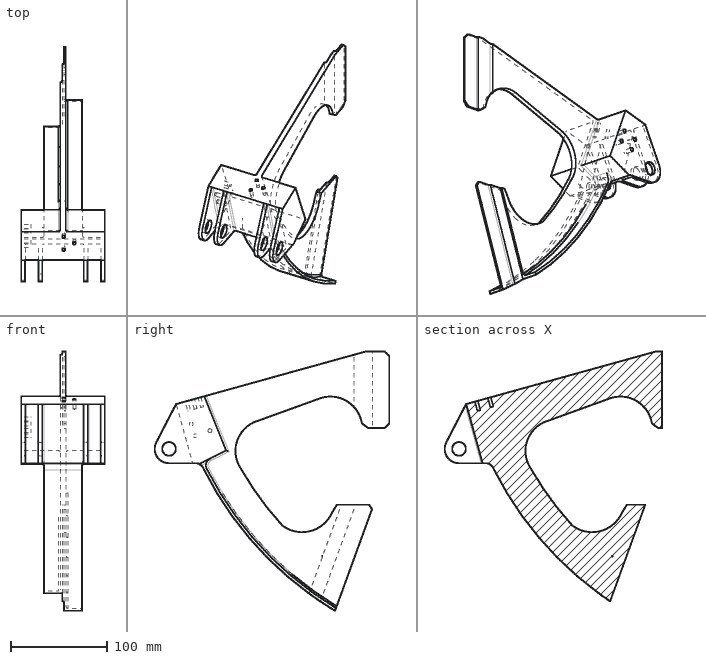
import cadquery as cq
import math


block_width = 87.0
blade_thickness = 6.0
flange_width = 40.0
ear_thickness = 4.0
ear_gap = 14.0
blade_left = -blade_thickness / 2
blade_right = blade_thickness / 2

pin_diameter = 14.0
ear_radius = 15.0

top_slope = 15.5
block_top_front = (7.3, 46.7)
block_top_back_y = 36.6
block_heel = (59.4, -1.6)
block_bottom_front = (31.2, -15.8)
ear_bottom_back = (29.5, -ear_radius)

tip_y = 229.22
tip_top_z = 101.5
tip_height = 80.0
tip_chamfer = 5.0
tip_heel_bottom_y = 207.3
tip_heel_back = (200.5, tip_top_z - tip_height + tip_chamfer)
upper_bow_end = (158.3, 52.9)
throat_top = (88.3, 27.6)
upper_bow_radius = 33.0

sweep_centre = (358.6, 141.0)
outer_radius = 361.0
inner_radius = 326.5
overall_height = 269.98
part_bottom_z = tip_top_z - overall_height
jaw_top_z = -57.9
jaw_lean = 20.0
jaw_chamfer = 5.0
jaw_heel_y = 174.5
jaw_bow_start = (169.6, -66.0)
jaw_bow_end_z = -79.7
throat_bottom_z = -20.4
throat_radius = 32.7
jaw_bow_radius = 34.0

middle_thickness = 4.0
tip_thickness = 2.0
tip_step = 18.0
upper_middle_step = 37.0
lower_middle_step = 32.0
tip_step_fillet = 1.5
middle_step_fillet = 2.0

flange_thickness = 3.0
flange_inner_radius = outer_radius - flange_thickness
flange_root_fillet = 8.0
flange_root = (35.4, -12.8)
flange_root_middle = (39.3, -14.3)
block_bottom_middle = (51.1, -5.5)
flange_top_z = -21.6
flange_heel_radius = 10.0

joint_fillet = 2.0
slot_fillet = 1.5

side_hole_diameter = 4.0
side_hole_centre = (32.6, 22.7)
side_hole_pitch = (16.0, 13.0)
side_hole_tilt = 19.5
top_hole_diameter = 3.0
top_hole_line_x = 0.7
top_hole_offset_x = 11.0
top_hole_pitch = 14.0
top_hole_middle_y = 24.75
hole_depth = 10.0

step_height = 140.0
reach = 300.0


def on_top_edge(y):
    """Point of the sloping top edge at the given Y."""
    rise = (y - block_top_front[0]) * math.tan(math.radians(top_slope))
    return (y, block_top_front[1] + rise)


def on_sweep(radius, z):
    """Point of a lower-jaw arc at the given Z."""
    return (sweep_centre[0] - math.sqrt(radius**2 - (z - sweep_centre[1])**2), z)


def sweep_middle(radius, start_z, end_z):
    """Point about half way along a lower-jaw arc."""
    return on_sweep(radius, (start_z + end_z) / 2)


def extrude_x(profile, x_from, x_to):
    """Extrude a closed YZ profile between two X positions."""
    return profile.extrude(x_to - x_from).translate((x_from, 0, 0))


jaw_bottom = on_sweep(outer_radius, part_bottom_z)
lean = math.radians(jaw_lean)
jaw_corner = (jaw_bottom[0] + (jaw_top_z - part_bottom_z) * math.tan(lean), jaw_top_z)
block_top_back = on_top_edge(block_top_back_y)


def clamp_outline():
    """Closed outline of both jaws, ending inside the mounting block."""
    tip_bottom_z = tip_top_z - tip_height
    slope_run = (tip_top_z - block_top_front[1]) / math.tan(math.radians(top_slope))
    slope_top_y = block_top_front[0] + slope_run
    jaw_edge = (jaw_corner[0] - jaw_chamfer * math.sin(lean), jaw_top_z - jaw_chamfer * math.cos(lean))
    return (
        cq.Workplane("YZ")
        .moveTo(*block_top_back)
        .lineTo(slope_top_y, tip_top_z)
        .lineTo(tip_y - tip_chamfer, tip_top_z)
        .lineTo(tip_y, tip_top_z - tip_chamfer)
        .lineTo(tip_y, tip_bottom_z + tip_chamfer)
        .lineTo(tip_y - tip_chamfer, tip_bottom_z)
        .lineTo(tip_heel_bottom_y, tip_bottom_z)
        .lineTo(*tip_heel_back)
        .radiusArc(upper_bow_end, -upper_bow_radius)
        .lineTo(*throat_top)
        .radiusArc(on_sweep(inner_radius, throat_bottom_z), -throat_radius)
        .threePointArc(
            sweep_middle(inner_radius, throat_bottom_z, jaw_bow_end_z),
            on_sweep(inner_radius, jaw_bow_end_z),
        )
        .radiusArc(jaw_bow_start, -jaw_bow_radius)
        .lineTo(jaw_heel_y, jaw_top_z)
        .lineTo(jaw_corner[0] - jaw_chamfer, jaw_top_z)
        .lineTo(*jaw_edge)
        .lineTo(*jaw_bottom)
        .threePointArc(
            sweep_middle(outer_radius, part_bottom_z, flange_top_z),
            on_sweep(outer_radius, flange_top_z),
        )
        .radiusArc(block_bottom_front, -flange_heel_radius)
        .close()
    )


def make_blade():
    """Flat plate carrying both jaws."""
    return extrude_x(clamp_outline(), blade_left, blade_right)


def make_flange():
    """Strip along the outer edge of the lower jaw, with spare width for its flared joint to the block."""
    half_width = flange_width / 2 + joint_fillet
    strip = extrude_x(clamp_outline(), -half_width, half_width)
    inside = cq.Workplane("YZ").center(*sweep_centre).circle(flange_inner_radius)
    return strip.cut(extrude_x(inside, -half_width, half_width))


def make_block():
    """Block with its front drawn out to the rounded pivot ears."""
    front_distance = math.hypot(*block_top_front)
    front_angle = math.atan2(block_top_front[1], block_top_front[0])
    tangent_angle = front_angle + math.acos(ear_radius / front_distance)
    tangent_point = (ear_radius * math.cos(tangent_angle), ear_radius * math.sin(tangent_angle))
    profile = (
        cq.Workplane("YZ")
        .moveTo(*block_top_back)
        .lineTo(*block_top_front)
        .lineTo(*tangent_point)
        .radiusArc((0, -ear_radius), -ear_radius)
        .lineTo(*ear_bottom_back)
        .lineTo(*block_bottom_front)
        .lineTo(*block_heel)
        .close()
    )
    return extrude_x(profile, -block_width / 2, block_width / 2)


def slot_cutter(centre_x, width):
    """Slot between two ears, with its floor square to the sloping top edge."""
    return (
        cq.Workplane("XY")
        .box(width, reach, reach)
        .edges(">Y and |Z")
        .fillet(slot_fillet)
        .translate((centre_x, -reach / 2, 0))
        .rotate((0, 0, 0), (1, 0, 0), top_slope)
        .translate((0, *block_top_front))
    )


def cut_slots(body):
    """Cut the three slots that leave four ears, then bore them for the pivot pin."""
    ear_pitch = ear_thickness + ear_gap
    side_slot_x = block_width / 2 - ear_thickness - ear_gap / 2
    middle_width = block_width - 2 * (ear_pitch + ear_thickness)
    for centre_x, width in ((-side_slot_x, ear_gap), (0, middle_width), (side_slot_x, ear_gap)):
        body = body.cut(slot_cutter(centre_x, width))
    pin_hole = cq.Workplane("YZ").circle(pin_diameter / 2)
    return body.cut(extrude_x(pin_hole, -block_width / 2, block_width / 2))


def nearest_edge(body, point):
    """Edge whose centre is closest to the point."""
    return body.edges(cq.selectors.NearestToPointSelector(point)).val()


def trim_flange(body):
    """Bring the flange to width, leaving its sides flared where they meet the block underside."""
    underside_rise = block_heel[1] - block_bottom_front[1]
    underside_run = block_heel[0] - block_bottom_front[0]
    underside_slope = math.degrees(math.atan2(underside_rise, underside_run))
    trimmer = (
        cq.Workplane("XY")
        .box(block_width, reach, reach)
        .edges("<X and >Z")
        .fillet(joint_fillet)
        .translate((flange_width / 2 + block_width / 2, 0, -reach / 2))
        .rotate((0, 0, 0), (1, 0, 0), underside_slope)
        .translate((0, *block_heel))
    )
    return body.cut(trimmer).cut(trimmer.mirror("YZ"))


def round_flange_root(body):
    """Fillet the inner side of the flange into the block underside."""
    for x in (-flange_width / 4, flange_width / 4):
        root_edge = nearest_edge(body, (x, *flange_root))
        body = body.newObject([root_edge]).fillet(flange_root_fillet)
    return body


def round_blade_joints(body):
    """Fillet both faces of the blade into the block and the flange."""
    back_middle = ((block_heel[0] + block_top_back[0]) / 2, (block_heel[1] + block_top_back[1]) / 2)
    flange_middle = sweep_middle(flange_inner_radius, part_bottom_z, flange_top_z)
    for side in (-1, 1):
        blade_x = side * blade_thickness / 2
        points = [
            (blade_x, *back_middle),
            (blade_x, *block_bottom_middle),
            (blade_x, *flange_root_middle),
            (blade_x, *flange_middle),
        ]
        body = body.newObject([nearest_edge(body, point) for point in points]).fillet(joint_fillet)
    return body


def step_cutter(distance, thickness, fillet=0.0):
    """Cutter thinning the blade's left side within a distance of a tip edge lying on the Z axis."""
    cutter = cq.Workplane("XY").box(block_width, block_width, step_height)
    if fillet > 0:
        cutter = cutter.edges(">X and <Y").fillet(fillet)
    return cutter.translate((blade_right - thickness - block_width / 2, block_width / 2 - distance, 0))


def thin_tips(body):
    """Thin both jaw tips in two steps; the lower cutters also end the left half of the flange."""
    upper_place = (0, tip_y, tip_top_z - tip_height / 2)
    lower_place = (0, (jaw_bottom[0] + jaw_corner[0]) / 2, (jaw_bottom[1] + jaw_corner[1]) / 2)
    upper_steps = (
        step_cutter(upper_middle_step, middle_thickness, middle_step_fillet),
        step_cutter(tip_step, tip_thickness, tip_step_fillet),
    )
    lower_steps = (
        step_cutter(lower_middle_step, middle_thickness),
        step_cutter(tip_step, tip_thickness, tip_step_fillet),
    )
    for cutter in upper_steps:
        body = body.cut(cutter.translate(upper_place))
    for cutter in lower_steps:
        body = body.cut(cutter.rotate((0, 0, 0), (1, 0, 0), -jaw_lean).translate(lower_place))
    return body


def drill_side_holes(body):
    """Tilted 2 x 2 pattern of blind holes in the left face of the block."""
    holes = (
        cq.Workplane("YZ")
        .rarray(*side_hole_pitch, 2, 2)
        .circle(side_hole_diameter / 2)
        .extrude(hole_depth)
        .rotate((0, 0, 0), (1, 0, 0), side_hole_tilt)
        .translate((-block_width / 2, *side_hole_centre))
    )
    return body.cut(holes)


def drill_top_holes(body):
    """Triangle of blind holes drilled square to the sloping top face."""
    holes = (
        cq.Workplane("XY")
        .pushPoints([(0, top_hole_pitch / 2), (0, -top_hole_pitch / 2), (top_hole_offset_x, 0)])
        .circle(top_hole_diameter / 2)
        .extrude(-hole_depth)
        .rotate((0, 0, 0), (1, 0, 0), top_slope)
        .translate((top_hole_line_x, *on_top_edge(top_hole_middle_y)))
    )
    return body.cut(holes)


result = make_blade().union(make_flange()).union(make_block())
result = trim_flange(round_flange_root(cut_slots(result)))
result = round_blade_joints(result)
result = drill_top_holes(drill_side_holes(thin_tips(result)))

**WHAT IS REQUIRED:** Every line between the one that contains "result = round_blade_joints(result)" and the last line of the listing, both included, should be retyped exactly, with nothing else added.

**SOLUTION FOR THIS TASK:**
result = round_blade_joints(result)
result = drill_top_holes(drill_side_holes(thin_tips(result)))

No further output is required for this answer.